亀田興毅、バンタム限界か。ボクサーとして限界か。

亀田興毅、バンタム限界か。ボクサーとして限界か。
11月19日、8度目の防衛を果たしたWBA世界バンタム級王者「亀田興毅」に対し、各メディアや世論の声では階級が限界である声や、ボクサーとして既に限界であるのではないかという声がついに表だって大きく取り上げられています。


もう述べるまでもありませんが、19日の韓国での防衛戦では、今までで最も酷い疑惑の判定防衛を治めた亀田興毅。多くのライターがチャレンジャーの孫の実力の無さに対し、辛勝した王者である亀田の衰えについて語っています。

ボクシングは経験者なら分りますが、パンチは全て下半身を使って打つものであり、手打ちのパンチでは簡単には相手を倒す事は出来ません。普段足腰を鍛えているプロボクサー達ですから、体重の乗った威力あるパンチを打つ事が出来ます。

ディフェンスにしても棒立ちでパンチを受ける事はなく、足腰が強くなければ相手のパンチの威力を受け流す事も出来ません。孫は全て手打ちのパンチだったにも関わらず、亀田は連打を浴び、ダウンまでも取られました。

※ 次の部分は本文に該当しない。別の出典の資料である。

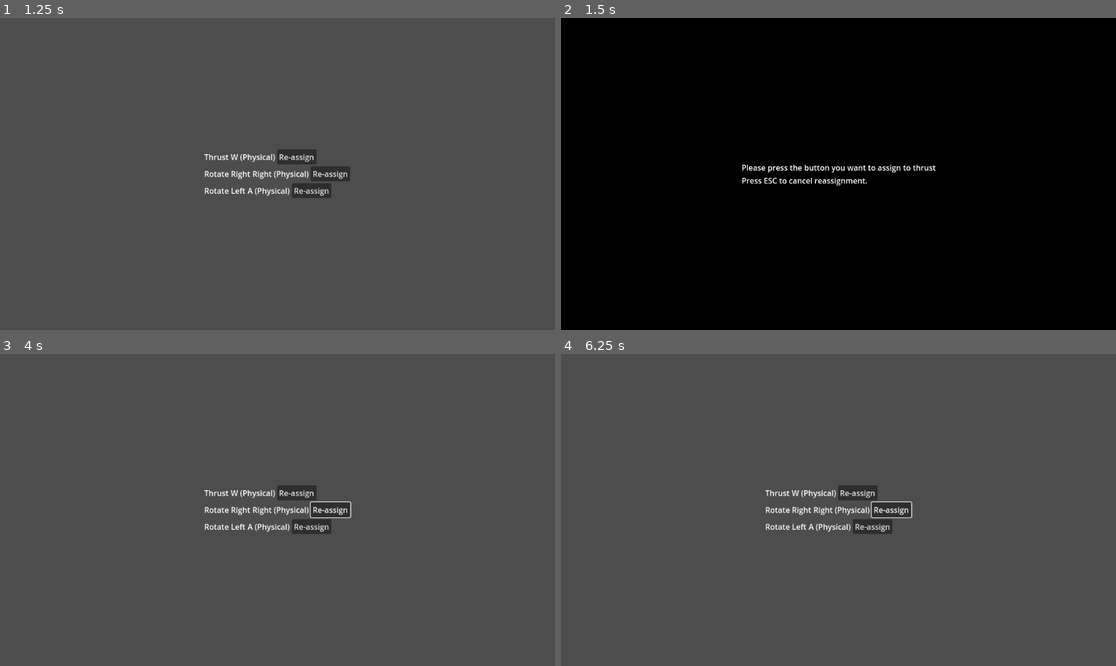
Above: before the commit, frames 1-4 (two rows, left to right).
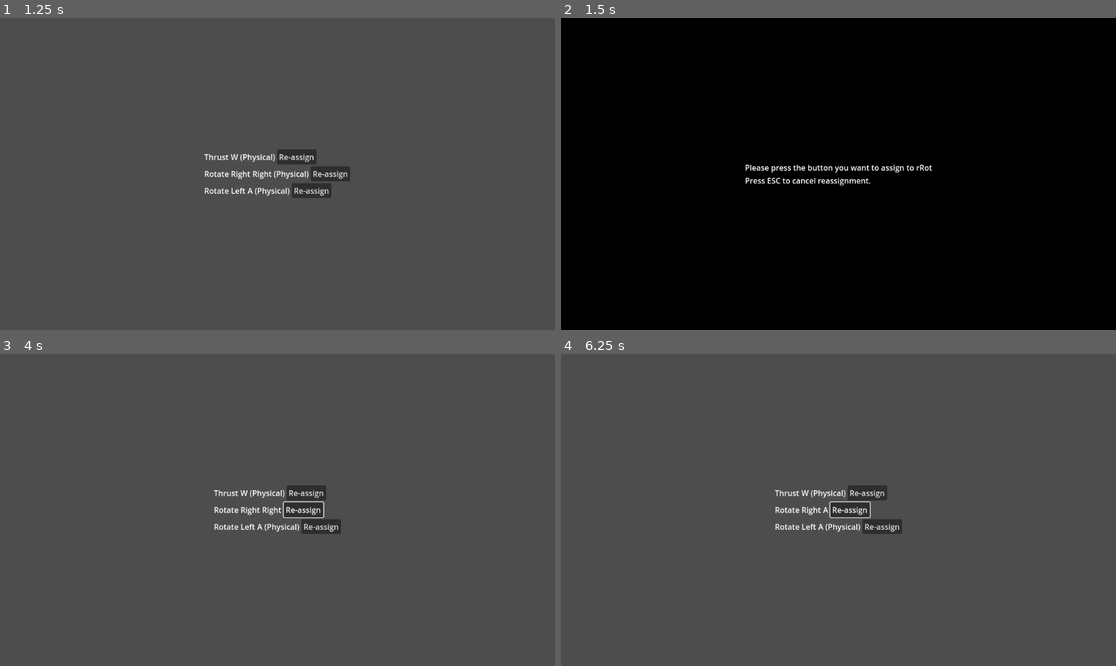
Above: after the commit, the same moments.

Repository: acidmath/DialIt
Game: Godot game, scene res://GameManager.tscn
Two runs of this game, one before a commit and one after it. Both use one fixed random seed, a clock stepped at 60 frames per second and the inputs below.
Inputs (mouse positions are in pixels of both pictures, inside the frame that each line leads up to):
- Up to frame 1 (1.25 s): click "Controls" at 0.5 s
- Up to frame 2 (1.5 s): click "Re-assign" at 1.25 s
- Up to frame 3 (4 s): click "Re-assign" at 2 s; click "Re-assign" at 2.75 s; tap Enter at 3.5 s; move the mouse to (399, 494) at 3.52 s; hold W (thrust) from 3.53 s (still down); hold A (lRot) from 3.53 s (still down); tap Right (rRot) at 3.8 s
- Up to frame 4 (6.25 s): tap Space at 4.25, 5.75 s; move the mouse to (727, 525) at 4.27 s; release W (thrust) at 4.28 s; release A (lRot) at 4.28 s; tap Right (rRot) at 4.35, 5.3 s; tap A (lRot) at 4.55, 6.05 s; tap Enter at 5 s; move the mouse to (894, 441) at 5.02 s; hold Mouse wheel up (ZoomIn) 5.03-5.78 s; hold W (thrust, bound only after the commit) from 5.03 s (still down); move the mouse to (810, 572) at 5.77 s; tap Mouse wheel down (ZoomOut) at 5.85 s

Frame 1 is identical in both runs. In frame 2, 0.8% of the frame differs, in the area x 32-68%, y 46-54%; in frame 3, 1.6%; in frame 4, 1.7%, in the area x 36-64%, y 42-58%.

Commit message:
map rotations, display updated mapping

Diff:
--- a/input_mapping.gd
+++ b/input_mapping.gd
@@ -10,8 +10,6 @@
 @onready var rotateLeftValueLabel = %RotateLeftValueLabel
 
 func _ready() -> void:
-	var t = InputMap.action_get_events("thrust")[0]
-	print(t.as_text())
 	thrustValueLabel.text = InputMap.action_get_events("thrust")[0].as_text()
 	rotateRightValueLabel.text = InputMap.action_get_events("rRot")[0].as_text()
 	rotateLeftValueLabel.text = InputMap.action_get_events("lRot")[0].as_text()
@@ -32,12 +30,22 @@
 	if isReassigning:
 		InputMap.action_erase_events(actionAssigning)
 		InputMap.action_add_event(actionAssigning, eventKey)
+		update_assignment_label()
 		stop_assignment()
 
 func stop_assignment():
 	inputReassignmentPanel.visible = false
 	isReassigning = false
 	actionAssigning = ""
+
+func update_assignment_label():
+	var key = InputMap.action_get_events(actionAssigning)[0].as_text()
+	if actionAssigning=="thrust":
+		thrustValueLabel.text = key
+	elif actionAssigning=="rRot":
+		rotateRightValueLabel.text = key
+	elif actionAssigning=="lRot":
+		rotateLeftValueLabel.text = key
 
 func return_to_main_menu():
 	get_tree().change_scene_to_file("uid://dvbl5xcd3wu8h")
@@ -52,3 +60,9 @@
 
 func thrust_button_pressed():
 	show_reassignment_dialog("thrust")
+
+func rotate_right_button_pressed():
+	show_reassignment_dialog("rRot")
+
+func rotate_left_button_pressed():
+	show_reassignment_dialog("lRot")
--- a/input_mapping_menu.tscn
+++ b/input_mapping_menu.tscn
@@ -108,5 +108,5 @@
 text = "Press ESC to cancel reassignment."
 
 [connection signal="pressed" from="CenterContainer/VBoxContainer/ThrustInput/ThrustButton" to="." method="thrust_button_pressed"]
-[connection signal="pressed" from="CenterContainer/VBoxContainer/RotateRightInput/RotateRightButton" to="." method="thrust_button_pressed"]
-[connection signal="pressed" from="CenterContainer/VBoxContainer/RotateLeftInput/RotateLeftButton" to="." method="thrust_button_pressed"]
+[connection signal="pressed" from="CenterContainer/VBoxContainer/RotateRightInput/RotateRightButton" to="." method="rotate_right_button_pressed"]
+[connection signal="pressed" from="CenterContainer/VBoxContainer/RotateLeftInput/RotateLeftButton" to="." method="rotate_left_button_pressed"]

まだダークヒーロー的な存在だった時は、ハードな練習により、足腰の強さから強烈な左ストレートも打てたし、カウンターもありました。しかし、この試合では孫にパンチを当てても「倒せるパンチ」が一切ありませんでした。

やはり練習不足のせいとしか思えません。ボクサーは引退しても毎日走る事がやめられない人もいます。それだけロードワークは当たり前のようで、非常に大切な事です。もし十分なロードワークもしていない世界チャンプなら、ボクサーを名乗るのはどうかと思います。

正直、試合は「世界戦」と呼べるレベルではありませんでした。確かに亀田一家のお陰でボクシングが盛り上がった時もありましたが、これでは「世界チャンピオン」の価値が下がってしまいます。

全くボクシングに興味の無い人ならば、「WBA世界バンタム級チャンピオンで8回防衛」と聞けば、「よく分からないが、8回もベルトを守ってるなら凄いんだろう」、と思ってしまうでしょう。しかし、本当の世界チャンピオンと呼ばれる人達のレベルはこの様なものではありません。

また防衛回数も8となり、日本歴代4位にランク入りしています。この防衛記録に関しても「パンチの無い弱い相手」ばかりであり、これもボクシングファンからすれば納得のいかない記録であり、「もうボクシングは止めてくれ」という声が今までで最大限にあがっています。

まともに練習もせず、世界タイトルマッチを行う王者なんて歴代でいたでしょうか。練習せずとも勝てる相手を選んできたのではないでしょうか。今回、完全に返り内にあっての防衛は、世界タイトルの価値を下げる事となりました。

身体能力的に限界であるならば、WBAスーパー王者モレノと試合して、華々しく散る方がボクサーとしても人間としても、皆から称賛されると思います。まだ体力が残っているのならば、慢心せずに以前の様にとにかく練習をする事が必要だと思います。

これ以上、歴代の日本人世界チャンプ達の功績を汚すような試合はやめてほしいです。